The thing was gigantic. It could hold six passengers (sorry, no seatbelts – they weren’t required in cars until 1964). It could also carry two cellos (in hard cases) in the trunk. Our family owned a 1981 Ford F-150 at the time. It’s a full-size truck, but the Galaxie was actually longer. It handled about as well as could be expected of such a heavy beast, that is to say – not very well. The V-8 had a nice burble to it, but there was certainly nothing “high-performance” about it. Oh but it was a delight to drive on a warm spring evening with the top down. Essentially, I was raised to love classic cars. I’d always hoped to own a classic convertible before I turned 40 (that way it wouldn’t be a mid-life crisis purchase, right?). Instead, I’ve given up on car ownership, so now I own this:

That’s a 1968 Raleigh Sports. Lugged steel frame, 3-speed Sturmey-Archer hub, made in Notthingham, England.

intact head badge

As mentioned in a previous post, I’ve been trolling craigslist to see what’s out there. I came upon this Raleigh, and it seemed to be within easy biking distance. I arranged to take a look at it (coincidentally on my birthday) and took off from work on a hot & muggy day.

East Bay Bike Path on a muggy day

I took a good look at the condition of the frame and wheels – it all seemed to be in pretty good shape. As you can see from the picture below, it’s lost its front fender at some point in the last 42 years, not to mention the saddle and grips.

After inspecting it for damage, I took it for a short spin. The upright posture was a huge change from riding my Cannondale hybrid. And I found it quite… pleasant. One problem though, I couldn’t get the hub to shift. It seemed to be stuck in a very high gear. I got back to the seller’s house and flipped the bike over. While pedaling, I pulled on the shift cable. The hub changed gears, so it seemed to be a simple lack of cable tension. After a little price negotiation, the bike was mine! Now, how to get it home? The seller agreed to swing by my house with it in a few days.

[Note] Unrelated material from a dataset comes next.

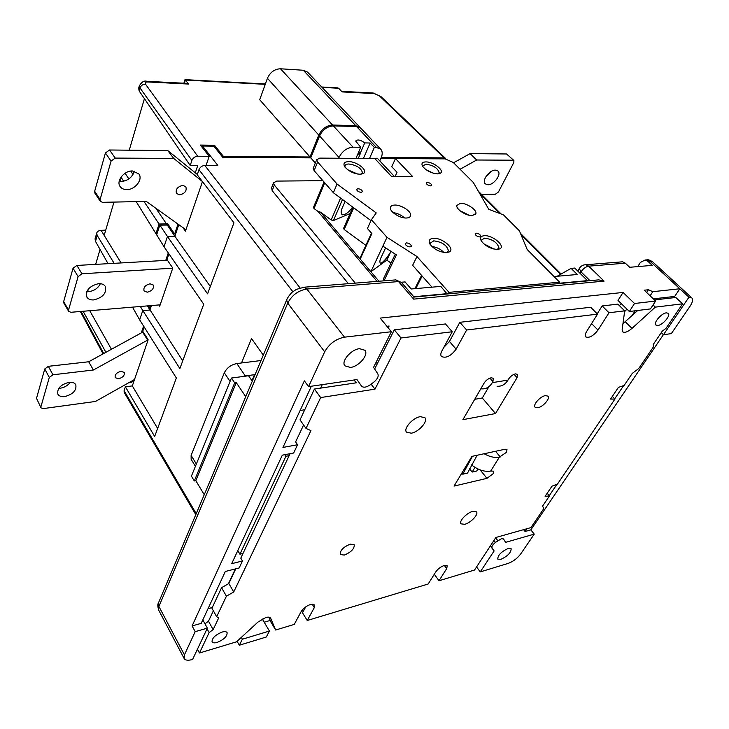 <?xml version="1.0" encoding="UTF-8"?>
<svg xmlns="http://www.w3.org/2000/svg" width="729" height="729" viewBox="0 0 729 729"><rect width="100%" height="100%" fill="white"/><g stroke="black" fill="none" stroke-linecap="round" stroke-linejoin="round"><path stroke-width="1.09" d="M480.821 388.776L481.441 388.858C485.906 389.195 489.533 387.126 492.303 382.652L507.985 380.091L508.605 379.034C510.473 376.292 512.779 374.569 515.503 373.886L517.472 374.341L517.052 377.668L514.073 374.314M474.716 399.301L482.297 397.988L495.51 413.553L462.906 419.658L484.165 383.017C486.024 380.228 488.375 378.479 491.2 377.777L493.296 378.269L492.922 381.595L489.915 378.132M420.332 416.66C412.86 417.69 403.146 428.625 406.509 432.142L411.247 433.199C418.71 432.078 428.324 421.262 424.943 417.717L420.332 416.66M472.829 511.357C466.87 512.669 458.596 521.408 460.974 523.832L464.71 524.315C470.661 522.948 478.862 514.3 476.484 511.849L472.829 511.357M350.275 544.144C343.304 547.051 339.969 550.495 340.252 554.496L344.261 555.088C351.205 552.172 354.522 548.718 354.221 544.736L350.275 544.144M545.383 395.619C540.216 396.312 532.58 404.969 535.113 407.219L537.774 407.757C542.932 407.019 550.513 398.426 547.98 396.148L545.383 395.619M222.145 632.061C215.265 634.904 211.902 638.167 212.066 641.857C212.804 642.978 214.49 643.169 217.114 642.431C223.967 639.579 227.302 636.317 227.111 632.644C226.391 631.551 224.732 631.35 222.145 632.061M666.333 312.85C661.44 313.188 653.129 322.956 655.918 325.043L657.859 325.471C662.743 325.079 671.008 315.393 668.211 313.279L666.333 312.85M374.979 389.158L320.66 397.56L306.016 428.433L310.955 430.602L233.736 591.948L226.418 596.185L216.677 616.716L218.654 618.037L213.141 629.601L209.141 632.59L199.464 653.002L236.497 641.83L257.993 622.047L265.73 617.545C268.263 616.852 269.894 617.044 270.623 618.11L275.644 630.02L294.243 624.416L301.232 611.449C303.291 608.268 306.399 605.945 310.545 604.478L314.646 604.933L314.317 607.603L307.246 620.488L428.178 584.002L435.824 571.818C437.965 568.848 440.781 566.734 444.262 565.476L447.232 565.768L446.686 568.62L438.995 580.74L474.543 570.023L495.911 537.464L530.912 527.605L543.77 508.632L542.595 506.108L549.447 495.957L545.092 496.376L551.944 486.197L557.494 484.056L614.911 399.091L610.556 399.064L618.42 387.372L624.133 385.431L632.271 373.394L638.722 368.555L653.703 346.457L653.339 344.352L662.269 331.157L665.941 328.405L682.608 303.82L655.325 307.128L632.007 328.387C627.787 331.941 624.671 333.08 622.648 331.795L622.138 329.745L624.698 310.846L608.997 312.75L597.99 330.1C593.342 335.96 589.26 338.229 585.733 336.898C584.822 335.805 585.095 334.055 586.544 331.64L597.525 314.135L466.633 330.009L456.117 349.182C450.896 356.107 446.002 358.531 441.437 356.454C440.48 355.214 440.608 353.428 441.81 351.105L452.262 331.759L401.014 337.964L374.979 389.158L371.125 384.174M621.445 303.774L619.304 305.56M359.525 348.681C351.077 349.373 340.817 361.456 344.881 365.84L350.43 367.443C358.868 366.632 369.002 354.677 364.901 350.266L359.525 348.681M508.149 548.463C501.224 551.716 497.77 555.27 497.77 559.116L500.832 559.371C507.73 556.109 511.175 552.564 511.147 548.727L508.149 548.463M406.472 242.875L405.206 243.705C405.725 245.518 407.347 246.584 410.081 246.912L411.338 246.074C410.828 244.27 409.206 243.204 406.472 242.875M357.912 188.693L356.609 189.458C357.092 191.053 358.622 192.019 361.21 192.374L362.504 191.609C362.031 190.023 360.5 189.048 357.912 188.693M476.146 233.152L475.098 233.836C475.618 235.531 477.185 236.561 479.773 236.925L480.821 236.242C480.302 234.547 478.743 233.517 476.146 233.152M427.303 182.405L426.201 183.034C426.693 184.537 428.16 185.485 430.629 185.859L431.714 185.23C431.231 183.717 429.764 182.779 427.303 182.405M497.561 249.427C490.735 248.981 485.295 246.12 481.231 240.862C479.709 237.782 480.721 236.059 484.275 235.695C492.449 234.902 505.826 246.083 499.875 248.844L497.561 249.427M497.324 249.446L498.882 247.687C497.269 242.411 492.503 239.23 484.557 238.128L481.386 240.196L481.459 241.226M437.5 173.867C431.049 173.201 426.046 170.622 422.51 166.139C421.189 163.469 422.282 162.057 425.8 161.911C433.354 161.647 445.1 170.786 440.27 173.247L437.5 173.867M438.147 173.839L439.15 172.5C437.71 168.107 433.354 165.337 426.064 164.162L422.793 165.957L422.829 166.64M360.062 174.249C353.437 173.666 348.298 171.133 344.653 166.64C343.031 163.496 344.334 161.829 348.58 161.619C356.855 161.346 368.646 170.686 363.443 173.475L360.062 174.249M361.128 174.185L362.413 172.527C361.01 167.962 356.49 165.118 348.854 163.998C346.457 164.043 345.145 164.763 344.917 166.176L345.036 167.205M446.622 252.626C439.687 252.261 434.156 249.436 430.01 244.179C428.233 240.716 429.372 238.766 433.436 238.328C442.157 237.49 455.579 248.917 449.292 251.933L446.622 252.626M446.531 252.635L448.39 250.585C446.813 245.144 441.929 241.891 433.719 240.852L430.119 243.231L430.265 244.57M394.644 205.059C392.074 205.177 390.653 206.043 390.389 207.656C389.532 211.702 400.048 218.481 406.49 218.007C409.005 217.871 410.391 217.005 410.646 215.429C411.475 211.355 401.096 204.658 394.644 205.059M460.4 203.3L456.782 205.487C455.898 209.25 466.378 216.076 472.392 215.611L475.928 213.442C476.784 209.651 466.423 202.908 460.4 203.3M357.647 154.42L360.308 153.664L358.859 151.605M118.499 378.798L115.228 377.649C114.672 374.67 116.594 372.555 120.987 371.307L124.231 372.437C124.796 375.417 122.891 377.531 118.499 378.798M179.635 194.871L176.536 193.531C175.37 189.412 177.457 186.706 182.779 185.403L185.831 186.724C187.016 190.843 184.947 193.559 179.635 194.871M147.285 292.192L144.06 290.926C143.258 287.445 145.262 285.066 150.074 283.8L153.263 285.057C154.083 288.538 152.088 290.917 147.285 292.192M119.173 181.339L121.205 181.521C128.049 180.746 132.386 177.275 134.209 171.124M126.8 189.604C123.821 189.595 121.615 188.592 120.157 186.597C115.856 181.147 124.039 170.622 132.386 170.96L138.847 173.885C143.23 179.352 135.138 189.832 126.8 189.604M58.785 388.32L60.225 388.229C64.535 387.5 67.906 385.495 70.349 382.215M64.744 396.594C61.373 396.959 59.076 396.148 57.873 394.17C56.926 388.548 60.653 384.593 69.027 382.297C72.335 381.978 74.586 382.771 75.78 384.693C76.782 390.297 73.1 394.271 64.744 396.594M86.797 291.609L88.719 291.636C94.196 290.871 98.078 288.219 100.374 283.69M93.722 299.92C90.505 300.102 88.218 299.172 86.888 297.14C85.43 290.452 89.33 285.959 98.597 283.663C101.75 283.517 103.983 284.428 105.295 286.388C106.826 293.058 102.971 297.569 93.722 299.92M495.428 170.121C489.432 169.775 481.441 180.683 485.304 183.854L487.901 184.765C493.888 185.038 501.834 174.204 497.943 171.014L495.428 170.121M494.125 550.951L480.256 571.901L508.168 563.399C513.107 561.567 517.271 558.432 520.661 553.994L534.257 534.12L505.607 542.358L503.493 538.913L501.424 538.713L495.474 542.403C492.731 544.645 491.574 546.413 492.011 547.707L494.125 550.951L490.307 546.003M311.374 386.224L282.943 447.433L297.56 444.745L293.632 453.028L282.323 455.16L231.685 563.681L242.475 560.966L239.167 567.955L225.316 571.481L201.222 623.35L192.092 625.938L195.181 631.651L184.437 654.87L184.155 658.524C185.366 660.41 188.182 660.711 192.602 659.453L207.355 628.152L202.817 619.914M166.13 225.051L166.504 223.921L156.088 208.549M132.997 174.459L130.71 171.087M121.242 177.411L120.048 181.475M113.979 202.088L104.183 235.385L101.076 230.328C98.506 230.619 97.039 231.622 96.656 233.344L97.221 235.476L95.508 241.381L95.235 238.274M121.087 262.932L101.076 230.328L105.723 230.127M87.617 291.664L88.4 289.003M95.645 264.381L100.046 249.446M111.4 349.182L89.767 310.709M143.595 326.091L141.408 332.561M182.733 360.819L147.449 305.898L149.946 309.971L151.441 305.56M150.493 305.642L149.755 307.829L148.506 305.806M168.281 252.908L165.747 260.399M175.625 233.982L174.65 234.018L167.57 223.584L167.141 224.869L174.914 236.342L167.26 225.042L159.842 225.124L156.671 234.829L164.025 246.748L167.451 236.478L159.842 225.124M174.65 234.018L177.894 224.404M195.29 172.819L197.759 165.492L190.214 165.492L191.891 160.435L140.004 87.99L139.148 90.952L190.214 165.492M129.252 150.192L144.424 98.661M206.763 165.437L206.28 164.809M105.878 352.244L83.097 311.265M133.425 382.698L132.341 380.884M132.414 380.684L131.831 382.379L128.678 382.789M360.463 127.885L355.77 125.68L303.3 70.248L280.483 68.781L332.533 125.014C326.474 125.488 321.89 128.842 318.783 135.075L267.425 78.295L259.706 99.727L309.998 156.972L318.783 135.075M355.77 125.68L332.533 125.014M337.29 87.835L338.63 88.255L342.156 91.918L374.15 93.558L372.674 92.957M187.353 83.398L188.702 84.063L184.975 79.68M309.998 156.972L223.411 156.389L214.499 145.253L200.347 145.062L209.196 156.288L197.687 156.216C194.962 156.471 193.03 157.883 191.891 160.435M445.829 158.913L444.134 157.874L381.303 157.446M388.192 327.84L389.104 326.027L386.908 326.273M401.014 337.964L394.298 329.836L374.651 369.011M320.66 397.56L314.427 389.031L356.253 382.825L354.075 379.982M308.567 386.634L356.982 379.554L361.584 386.179C363.479 387.883 366.423 387.391 370.414 384.693L373.658 382.269C377.458 379.126 378.852 376.328 377.841 373.886L373.567 367.343L391.382 331.722L344.498 337.163C335.796 338.939 329.189 343.824 324.678 351.825L308.567 386.634L304.367 380.857L192.092 625.938M322.282 384.63L320.642 388.11M300.093 410.509L304.74 409.762M632.161 315.548L635.269 310.782M534.257 534.12L530.84 529.883L525.071 531.514L523.595 529.664M688.951 297.186L663.445 334.748L671.354 333.59L689.953 306.399C692.605 302.353 693.206 299.501 691.757 297.842L688.951 297.186L679.829 288.775L652.81 291.682L650.113 295.801M663.445 334.748L661.267 332.643M482.297 397.988L488.302 387.71M474.98 467.38L472.137 472.064L476.73 471.016L477.969 468.984M472.137 472.064L469.485 468.747M461.867 473.057L462.769 474.196L467.508 473.121L477.14 455.261M484.102 453.757C489.733 456.873 494.818 458.012 499.347 457.165L506.546 452.253L506.983 449.556L505.079 449.219L471.9 456.39L454.03 486.097L486.954 478.352L480.156 469.904M486.954 478.352L493.15 473.713L493.569 471.162L490.708 471.062C484.557 472.073 478.142 470.005 471.463 464.874M290.06 453.702L289.131 455.671L285.923 456.281L239.932 554.213L243.003 553.457L240.789 558.159L242.475 560.966M289.131 455.671L243.003 553.457M620.744 261.948L622.548 261.811L625.345 263.187L629.701 267.288L652.264 265.365L647.917 261.356L645.119 260.007L640.381 262.449L637.747 266.604M480.256 571.901L476.547 566.952M264.208 622.211L270.249 620.434M301.332 611.285L303.711 610.583M269.42 631.059L242.365 639.205L239.322 645.229L266.304 637.018L269.42 631.059L262.303 618.985M239.322 645.229L237.098 641.283M322.865 180.674L276.656 181.093L273.475 182.906L274.341 185.066L272.172 190.661L271.616 187.718M355.269 283.125L274.341 185.066M377.057 281.394L317.962 211.392L320.523 212.166L331.185 219.967L340.589 198.078M324.724 182.806L314.026 208.512L317.962 211.392M314.026 208.512L313.488 207.355M337.062 184.018L376.237 212.923L371.425 219.73L386.99 237.335L416.961 256.535L449.009 292.356L559.617 282.178L527.158 249.464L519.394 230.801L503.466 214.891L488.794 209.323L473.312 182.45L453.256 162.458L445.109 158.867L395.473 158.576L412.459 176.372L391.601 176.518L374.688 158.448L319.694 158.12L316.659 159.769L317.644 161.993L337.062 184.018L333.372 192.72L370.997 220.659M386.99 237.335L382.862 246.138L396.421 254.868L384.192 280.392L384.775 280.774M416.961 256.535L412.641 265.31L431.978 287.171M385.595 247.896L381.404 256.808C379.9 259.715 379.527 261.82 380.274 263.114C382.078 264.235 389.013 255.35 390.926 251.332M353.729 207.838L344.197 229.498L365.885 245.363M345.099 201.432L342.293 207.893C340.844 210.781 340.789 213.068 342.138 214.773C345.446 214.918 348.936 212.33 352.617 207.009M395.136 176.491L397.041 172.317L391.783 166.741L395.473 158.576M371.425 219.73L367.443 228.496L371.89 233.581L360.208 259.077L320.523 212.166M391.017 263.041L386.817 260.135L370.888 271.707L360.208 259.077L360.035 258.13M344.197 229.498L343.641 228.277M350.102 213.561L333.454 220.513L331.185 219.967M384.192 280.392L383.436 278.879M378.943 281.239L370.888 271.707L382.862 246.138M559.353 282.624L559.908 283.189L587.465 280.629L574.707 268.062L571.099 268.354L557.184 276.255M559.617 282.178L558.788 283.572M449.009 292.356L448.217 293.869M401.251 282.241L405.078 281.932L411.192 288.985L440.808 286.397L447.105 293.969M447.269 293.641L413.79 296.758M353.046 147.167C346.931 147.732 342.256 151.158 339.021 157.455L319.575 135.958C322.692 129.716 327.275 126.363 333.344 125.889L353.046 147.167L360.718 147.276L355.971 158.339M339.021 157.455L338.693 158.229M369.649 158.202L374.341 147.458L376.428 147.495L380.729 149.181C382.534 151.286 382.679 154.129 381.185 157.728L379.782 160.881M333.344 125.889L356.59 126.536L360.891 128.286L380.729 149.181M360.272 153.263L364.719 142.92C360.536 139.822 357.529 139.193 355.688 141.034L360.718 147.276M364.719 142.92L370.132 143.002L374.341 147.458M194.306 480.949L234.692 382.853L231.458 378.041L191.417 476.119L194.306 480.949L195.809 480.648L204.248 494.718M237.782 550.623L239.932 554.213M195.809 480.648L236.269 382.634L245.728 396.667M284.848 454.686L285.923 456.281M230.082 381.413L224.313 372.801L191.116 455.379L196.356 464.008M224.313 372.801C226.847 367.835 231.029 364.755 236.843 363.552L245.299 375.918L242.73 376.529M261.018 360.536L236.843 363.552M195.408 466.341L191.135 459.27L191.116 455.379M136.186 201.623L155.942 233.654L159.086 224.003L143.977 201.468M128.869 178.924L125.069 173.256M121.041 177.083L123.611 181.257M157.063 233.635L155.942 233.654M174.914 236.342L167.451 236.478L207.583 293.851L233.945 222.81L197.24 174.778L198.962 169.693C200.111 167.105 202.051 165.693 204.803 165.428L300.02 287.891M166.504 223.921L159.086 224.003M114.134 263.333L97.221 235.476M108.047 263.67L95.508 241.381M133.079 307.091L132.86 307.775L139.658 319.858L142.775 310.49L140.342 306.49M150.001 310.062L142.775 310.49L179.863 368.555L203.728 304.239L164.025 246.748M148.133 339.842L93.403 370.004L52.925 374.788L49.299 377.44L44.751 368.965L36.514 398.298L40.988 407.839L43.202 408.604L95.472 401.46L134.519 379.499M44.751 368.965L48.36 366.322L88.692 361.766L143.148 331.877M40.988 407.839L36.514 398.298M49.299 377.44L40.915 406.791M94.661 191.29L100.11 199.5L100.329 201.341L94.888 193.121L94.661 191.29L105.423 152.981L109.532 149.992L167.788 150.575L197.34 174.477M109.532 149.992L115.218 158.093L173.684 158.403L202.361 181.485M115.218 158.093L111.072 161.1L105.423 152.981M100.11 199.5L111.072 161.1M100.329 201.341L102.497 202.325L146.283 201.414L185.931 229.763M76.882 265.447L81.958 273.785L78.094 276.61L68.553 310.035L68.672 311.392L63.797 302.991L63.669 301.615L73.046 268.245L76.882 265.447L167.46 260.299M81.958 273.785L172.737 268.181M68.672 311.392L70.886 312.285L160.152 304.831M202.079 147.267L202.507 146.01L217.843 165.447L204.803 165.428M147.531 339.905L142.529 331.941M139.658 319.858L176.363 377.977L154.657 436.471L125.397 386.807L124.085 390.68L196.229 513.672M263.297 355.16L251.532 338.575L241.509 362.969M210.317 286.497L174.86 236.26L178.669 224.969M202.462 181.612L185.448 231.166L183.544 228.514M157.628 428.452L132.323 385.905L125.397 386.807M132.323 385.905L148.142 339.823L142.756 331.258L144.187 327.029M158.858 304.941L159.687 306.198L172.782 268.062L166.968 259.597L168.918 253.838M491.228 171.424L485.578 177.174M481.623 194.497L495.401 194.206L498.463 191.946L513.836 162.512L513.881 160.462L506.546 153.974L470.105 153.609L453.584 162.777M506.546 153.974L513.881 160.462M513.134 160.198L476.666 160.006L460.072 169.246M476.666 160.006L470.105 153.609M391.382 331.722L380.183 318.09L623.076 292.438L634.522 303.501L629.355 311.502L618.01 300.421L623.076 292.438M629.355 311.502L650.459 308.923L655.644 301.05L634.522 303.501M655.644 301.05L644.217 290.206L648.446 289.759L652.81 291.682M663.381 334.684L530.84 529.883M380.93 158.284L435.705 158.813M195.8 514.674L124.176 392.402L124.085 390.68M93.403 370.004L88.692 361.766M173.684 158.403L167.788 150.575M139.148 90.952L138.683 88.118M254.831 375.153L254.512 374.688L245.299 375.918M231.458 378.041L248.553 375.754L252.28 381.185M234.692 382.853L236.269 382.634M251.961 380.711L254.512 374.688M267.425 78.295C270.204 72.207 274.56 69.036 280.483 68.781M303.3 70.248L307.602 72.144L360.08 127.429M319.575 135.958L310.773 157.856L315.329 163.041M363.571 158.166L370.132 143.002M348.389 283.672L272.172 190.661M554.022 276.537L577.322 274.505L571.099 268.354M202.507 146.01L213.825 146.155L222.755 157.318L310.773 157.856M386.817 260.135L390.981 251.368M394.425 176.491L377.312 158.248L357.866 158.348M317.644 161.993L314.126 170.641L333.372 192.72M314.126 170.641L313.16 168.408L313.47 167.634M469.175 215.274L459.944 210.69M404.54 217.916C401.232 214.991 397.396 213.205 393.031 212.549M433.509 173.274L426.21 169.839M493.98 249.09L483.637 243.732M443.915 252.489C440.653 249.063 436.662 247.085 431.951 246.557M357.565 174.031L347.596 169.702M624.589 311.647L626.949 309.151M637.711 310.481L622.958 323.667M682.608 303.82L675.81 297.478L654.469 299.929M452.262 331.759L445.474 323.958L394.298 329.836M597.525 314.135L590.672 307.264L459.826 322.309L449.465 341.454L443.797 347.423M624.698 310.846L617.855 304.139L602.154 305.943L597.206 313.816M204.967 623.824L208.485 621.199L213.141 629.601M213.36 610.811L208.485 621.199M216.677 616.716L211.939 608.268L221.552 587.711L228.833 583.51L233.736 591.948M235.759 568.82L228.833 583.51M305.724 606.865L302.508 612.816L307.246 620.488M268.864 617.162L270.969 622.138L275.644 630.02M492.303 382.652L492.922 381.595M495.51 413.553L517.052 377.668M209.141 632.59L207.054 628.79M199.464 653.002L197.422 649.211M438.995 580.74L434.311 574.233M549.447 495.957L547.187 493.26M614.911 399.091L612.36 396.394M655.325 307.128L653.066 304.968M608.997 312.75L602.154 305.943M466.633 330.009L459.826 322.309M306.016 428.433L300.011 419.886L314.427 389.031M303.601 424.989L295.609 441.92L297.56 444.745M226.418 596.185L221.552 587.711M507.985 380.091C505.197 384.511 501.552 386.57 497.069 386.242M462.769 474.196L472.447 456.272M242.365 639.205L241.326 637.383M207.355 628.152L195.181 631.651M653.33 298.854L674.708 296.421L679.829 288.775L649.931 261.192L647.917 261.356M623.641 385.605L614.684 398.854M557.011 484.238L549.256 495.72M526.967 528.716L525.071 531.514M377.74 362.851L375.672 363.133M631.915 315.775L635.159 310.791M648.446 289.759L646.65 292.52M208.029 608.688L212.294 607.521M235.412 568.912L228.414 583.747M206.07 165.428L209.196 156.288M223.083 157.318L223.411 156.389M214.08 146.474L214.499 145.253M168.408 224.824L167.141 224.869M150.703 307.747L149.755 307.829M625.345 263.187L588.686 266.158L604.086 281.121L598.709 279.863L595.629 280.146M604.086 281.121L413.662 299.127L413.981 296.967L401.524 282.542L395.82 279.89L394.097 280.027M446.686 568.62L444.371 565.449M314.317 607.603L312.158 604.15M497.789 540.654L495.638 537.893M81.101 311.438L103.673 353.465M338.63 88.255L322.054 87.371M265.256 84.327L185.403 80.053L184.391 83.252M188.702 84.063L147.796 81.967C145.435 81.976 144.661 82.705 145.481 84.154L197.687 156.216M444.134 157.874L379.335 95.8L374.15 93.558M492.011 547.707L490.48 545.739M500.267 456.955L495.565 451.278M414.929 288.657L421.572 275.407M376.428 147.495L356.59 126.536M292.83 291.7L198.962 169.693M413.662 299.127L398.544 281.576L306.836 289.021L344.498 337.163M324.678 351.825L287.727 303.1L158.904 606.464L184.437 654.87M78.094 276.61L73.046 268.245M63.669 301.615L68.553 310.035M48.36 366.322L52.925 374.788M589.971 280.674L581.013 271.871L580.102 273.375M560.537 274.359L521.08 234.856M499.711 213.469L479.564 193.303M422.118 276.027L415.822 288.575M342.502 199.509L333.454 220.513M499.347 457.165L490.708 471.062M632.007 328.387L625.327 321.799M597.99 330.1L591.593 323.594M456.117 349.182L449.465 341.454M495.474 542.403L493.952 540.453M302.508 287.354L304.203 287.199L306.836 289.021C298.279 290.488 291.91 295.181 287.727 303.1L286.625 300.011L287.262 298.535M159.059 601.516L158.339 603.202L158.74 610.228L184.155 658.524M645.119 260.007L647.133 259.843C648.145 259.488 650.031 260.189 652.801 261.957L647.133 259.843L645.329 259.989M579.81 267.716L579.291 268.573L581.013 271.871C583.227 268.609 585.788 266.705 588.686 266.158L585.879 264.736L583.838 264.955M158.74 610.228C157.646 606.628 157.519 604.286 158.339 603.202L286.625 300.011C288.155 296.102 292.356 291.864 292.356 292.092L296.375 289.377L304.203 287.199L395.82 279.89L401.524 282.542M145.481 84.154C142.82 84.227 140.989 85.503 140.004 87.99L139.531 85.202M146.474 81.293L147.796 81.967M379.335 95.8L373.13 92.975L341.619 91.353M360.135 154.074L358.395 158.129M475.29 214.672L475.928 213.442M409.98 216.814L410.646 215.429M438.703 173.438L439.15 172.5M497.953 249.4L498.882 247.687M447.387 252.544L448.39 250.585M361.948 173.575L362.413 172.527M447.123 252.362L449.292 251.933M361.42 174.031L363.443 173.475M438.293 173.757L440.27 173.247M497.743 249.254L499.875 248.844M411.11 246.539L411.338 246.074M652.801 261.957L691.757 297.842M622.548 261.811L585.879 264.736C582.936 264.764 580.74 266.039 579.291 268.573L577.787 271.088M414.017 297.049L598.709 279.863M138.455 88.883L139.303 85.976C141.608 81.949 144.132 80.4 146.875 81.311L187.763 83.425M94.98 239.139L96.656 233.344M103.044 353.811L80.354 311.502M445.446 158.348L380.629 96.292M561.13 274.022L520.442 233.316M501.133 214.007L478.388 191.253M337.764 87.863L321.699 86.997M265.383 83.963L185.02 79.643M183.863 83.224L184.993 79.625M316.659 159.769L313.16 168.408M273.475 182.906L271.316 188.492M383.308 279.152L395.282 254.139M371.489 233.125L359.926 258.385M343.541 228.496L352.891 207.218M324.031 182.004L313.406 207.565"/></g></svg>

As has been noted elsewhere, it may be called “sports,” but there is nothing sporty about this bike. It’s heavy and upright, great for getting around town at a slow pace. I took it to work last Thursday, and from there to Recycle-A-Bike for a meeting. Before the meeting, I ran into Douglas, one of the RAB volunteers. He took a look at my dangling shift cable and got out some tools. 5 minutes later, I had 2 gears! I had been dreading the ride up College Hill, but it was far easier with the lower gearing. I wasn’t spinning like I usually do on the Cannondale, but I was certainly riding at a reasonable speed.

I took it to work on Friday as well. Spouse left at the same time on her Rocky Mountain hybrid. I was able to keep up with her (although she wasn’t trying very hard). It was another scorcher on Friday, perfect weather to grab some iced coffee. I prefer to get my iced coffee from Seven Stars because they add the extra little touch of making it with frozen coffee ice cubes. The problem is that it’s a too far from the office for me to get there by foot in coffee-break time, and I don’t like carrying a drink while riding my bike. However, across the street from Seven Stars, there’s small LBS #2, which carries bike cup holders! Check it:

That’s all for now. I’ll write a full review later. Oh, and I bought got a new road bike last week as well. I’m too excited about it to write anything just yet.